Partial index creation always scans the entire table

From: MingJu Wu <mingjuwu0505(at)gmail(dot)com>
To: pgsql-performance(at)lists(dot)postgresql(dot)org
Subject: Partial index creation always scans the entire table
Date: 2020-02-15 11:04:48
Message-ID: CAKVFrvFY-f7kgwMRMiPLbPYMmgjc8Y2jjUGK_Y0HVcYAmU6ymg@mail.gmail.com
Views: Raw Message | Whole Thread | Download mbox | Resend email
Thread:
Lists: pgsql-performance

Hello,

When creating partial indexes, can postgres utilize another index for
figuring which rows should be included in the partial index, without
performing a full table scan?

My scenario is that I have a table with 50M rows that are categorized into
10K categories. I need to create a partial index for each category. I have
created a index on the category column, hoping that postgres can use this
information when creating the partial indexes. However, postgres always
performs full table scan.

I've tested with PostgreSQL 12.2. Below is an example setup showing the
problem.

TEST1 shows that building a full index covering all rows takes 18 seconds.
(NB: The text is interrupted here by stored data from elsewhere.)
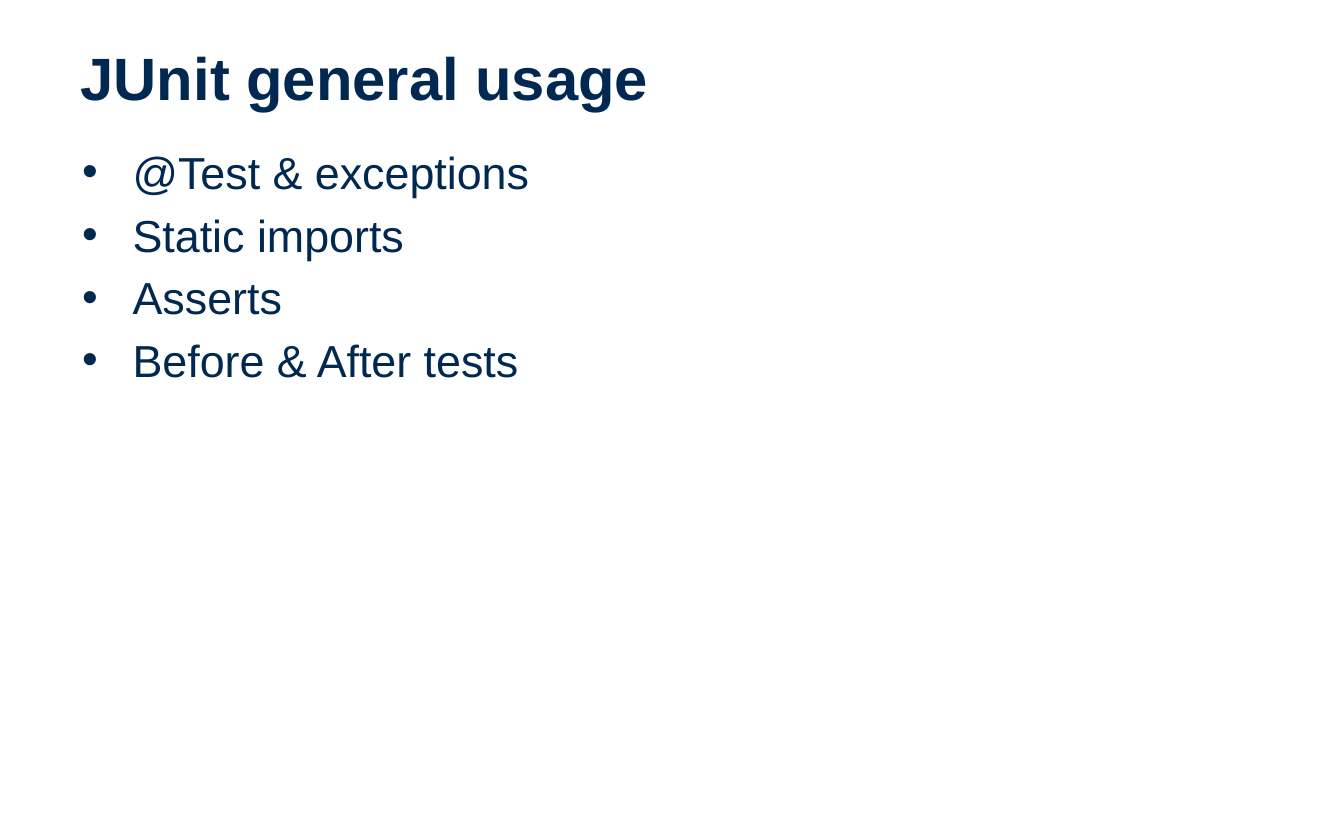
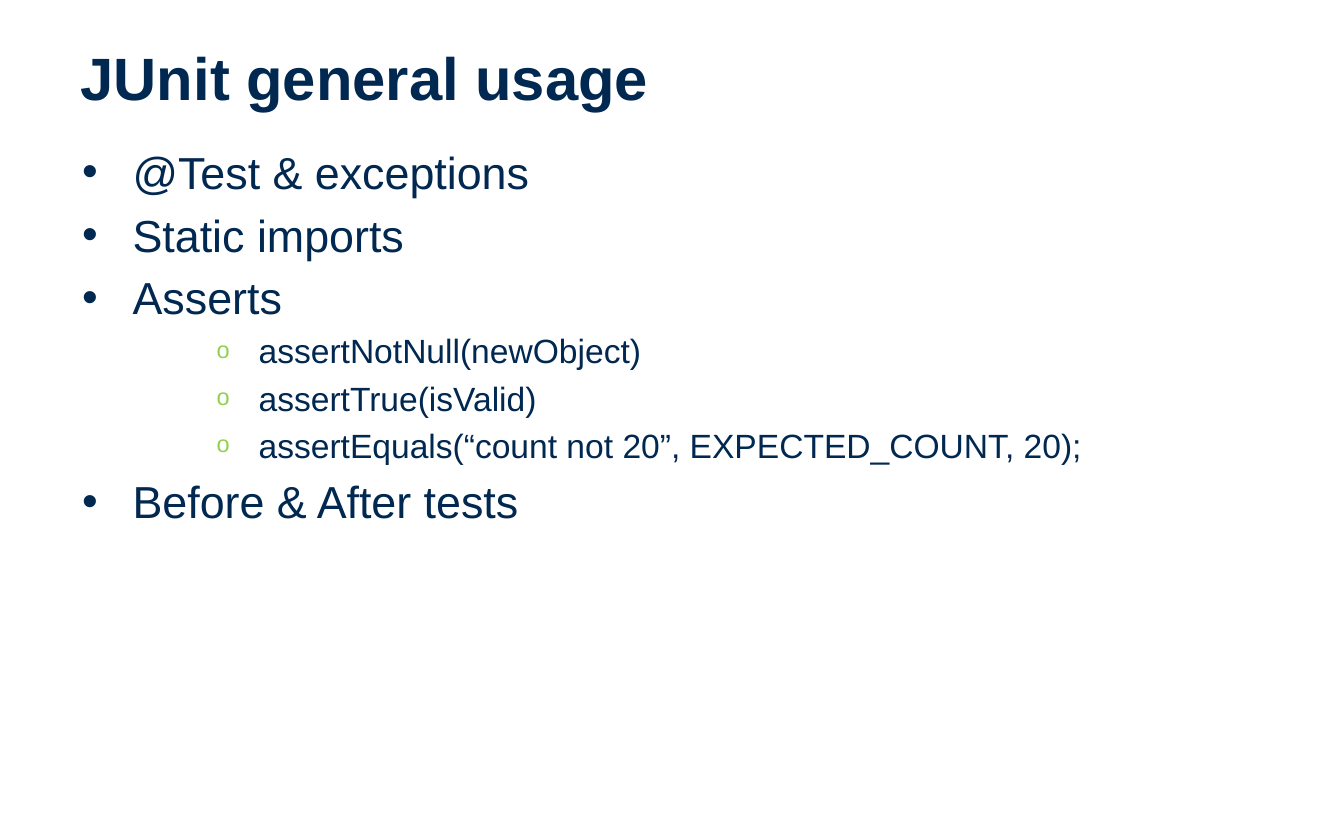
Before and after one commit to entelect/Dojo_UnitTesting_Java, a slide deck: slide 4 of Entelect Dojo Unit Testing.pptx. Drawn at 1344x840 pixels with LibreOffice and Linux fonts; fonts in the diff are those of the drawing; background and template pictures are left out. Boxes give left, top, right and bottom in pixels: in the first picture for what was removed or moved away, otherwise in the second. Text is boxed around its words. In the diff, an @@ line names an element or a change of style, - is before the commit and + after.

```diff
--- a/Entelect Dojo Unit Testing.pptx
+++ b/Entelect Dojo Unit Testing.pptx
@@ text at (x1=259, y1=338, x2=1082, y2=464): paragraphs added @@
+    o assertNotNull(newObject)
+    o assertTrue(isValid)
+    o assertEquals(“count not 20”, EXPECTED_COUNT, 20);
```
Also in this commit, not shown: 5 other files.

TEST2 shows that creating a partial index for one of the category1
(category1=1) takes 3 seconds. This means that for creating 10K partial
indexes for each category, it will take over 8 hours. Compared to just 18
seconds in TEST1, it is much longer due to repeated full table scans.

TEST3 shows that even with another index (index_category2 created in SETUP)
covering category2, creating a partial index for one of the category2
(category2=1) still takes 3 seconds. I think postgres is still doing a full
table scan here.

My question is: can postgres utilize index_category2 is TEST3?

Thank you.

---------
-- SETUP
---------

CREATE TABLE test_data (
id bigint PRIMARY KEY,
category1 bigint,
category2 bigint
);

INSERT INTO test_data(id, category1, category2)
SELECT id, category, category FROM (
SELECT
generate_series(1, 50000000) AS id,
(random()*10000)::bigint AS category
) q;
-- Query returned successfully in 1 min 47 secs.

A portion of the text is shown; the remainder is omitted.